__TASK REQUIREMENTS__
Leaving out the images, please reproduce each line below exactly.

__EXTRACTED MATERIAL__
- - -

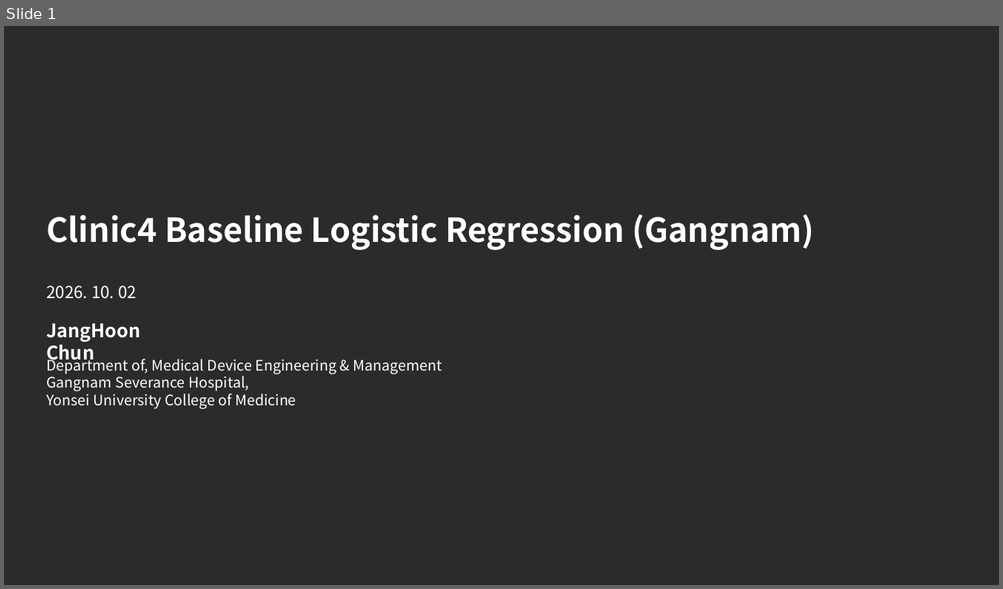
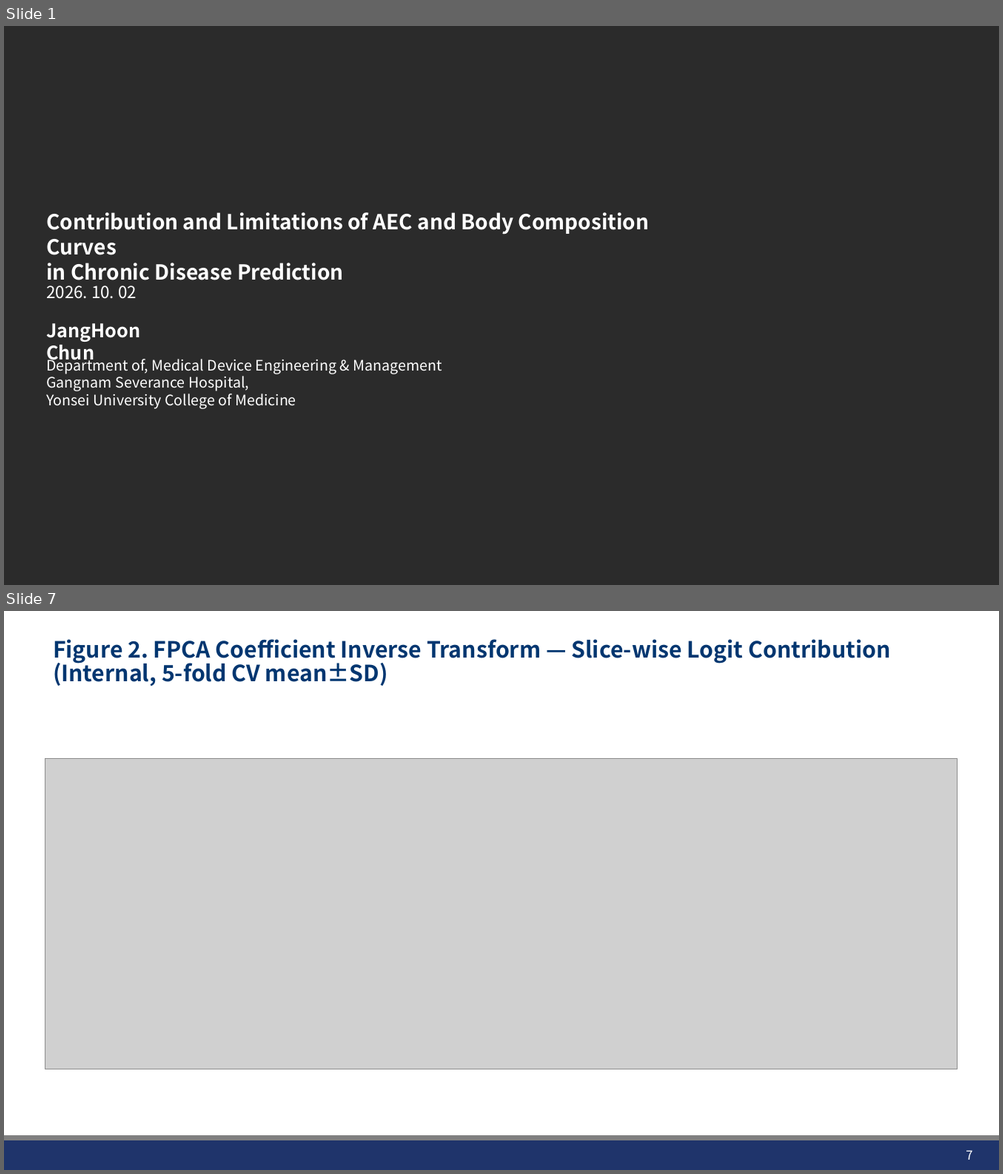
Before and after one commit to JHWannabe/Clinical_Study, a slide deck: docs/261002_연구세미나발표자료.pptx. Shown one above the other, each under a label of ours: slide 1 before the commit, slides 1 and 7 after it; the slides between them are not shown. The pictures are 1003x589 and 1003x1174 pixels, drawn with LibreOffice and Linux fonts; fonts in the diff are those of the drawing; grey boxes stand for pictures; background and template pictures are left out; a plain dark background stands for a picture behind light text. Boxes give left, top, right and bottom in pixels: in the first picture for what was removed or moved away, otherwise in the second. Text is boxed around its words. In the diff, an @@ line names an element or a change of style, - is before the commit and + after.

```diff
--- a/docs/261002_연구세미나발표자료.pptx
+++ b/docs/261002_연구세미나발표자료.pptx
@@ slide 7 added at bbox=[4, 611, 999, 1170], background #FFFFFF @@
@@ title added at bbox=[53, 639, 891, 686], 21.6 pt, text #023670, bold @@
+Figure 2. FPCA Coefficient Inverse Transform — Slice-wise Logit Contribution (Internal, 5-fold CV mean±SD)
@@ picture added at bbox=[45, 759, 958, 1069] @@
@@ rectangle added at bbox=[4, 1141, 999, 1170], fill #1F346B @@
@@ line added from (4, 1139) to (999, 1139), #808080 4.5 pt @@
@@ page number added at bbox=[965, 1150, 972, 1160], 12 pt, text #FFFFFF @@
+7
@@ slide 1 changed as well @@
@@ text at bbox=[46, 212, 649, 281]: text changed; size 32 to 20 pt @@
-Clinic4 Baseline Logistic Regression (Gangnam)
+Contribution and Limitations of AEC and Body Composition Curves
+in Chronic Disease Prediction
```
Also in this commit, not shown: 1 other slide changed, 21 other slides added, 1 slide removed, 11 other files.

- - -

__SOLUTION TO THIS TASK__
Before and after one commit to JHWannabe/Clinical_Study, a slide deck: docs/261002_연구세미나발표자료.pptx. Shown one above the other, each under a label of ours: slide 1 before the commit, slides 1 and 7 after it; the slides between them are not shown. The pictures are 1003x589 and 1003x1174 pixels, drawn with LibreOffice and Linux fonts; fonts in the diff are those of the drawing; grey boxes stand for pictures; background and template pictures are left out; a plain dark background stands for a picture behind light text. Boxes give left, top, right and bottom in pixels: in the first picture for what was removed or moved away, otherwise in the second. Text is boxed around its words. In the diff, an @@ line names an element or a change of style, - is before the commit and + after.

```diff
--- a/docs/261002_연구세미나발표자료.pptx
+++ b/docs/261002_연구세미나발표자료.pptx
@@ slide 7 added at bbox=[4, 611, 999, 1170], background #FFFFFF @@
@@ title added at bbox=[53, 639, 891, 686], 21.6 pt, text #023670, bold @@
+Figure 2. FPCA Coefficient Inverse Transform — Slice-wise Logit Contribution (Internal, 5-fold CV mean±SD)
@@ picture added at bbox=[45, 759, 958, 1069] @@
@@ rectangle added at bbox=[4, 1141, 999, 1170], fill #1F346B @@
@@ line added from (4, 1139) to (999, 1139), #808080 4.5 pt @@
@@ page number added at bbox=[965, 1150, 972, 1160], 12 pt, text #FFFFFF @@
+7
@@ slide 1 changed as well @@
@@ text at bbox=[46, 212, 649, 281]: text changed; size 32 to 20 pt @@
-Clinic4 Baseline Logistic Regression (Gangnam)
+Contribution and Limitations of AEC and Body Composition Curves
+in Chronic Disease Prediction
```
Also in this commit, not shown: 1 other slide changed, 21 other slides added, 1 slide removed, 11 other files.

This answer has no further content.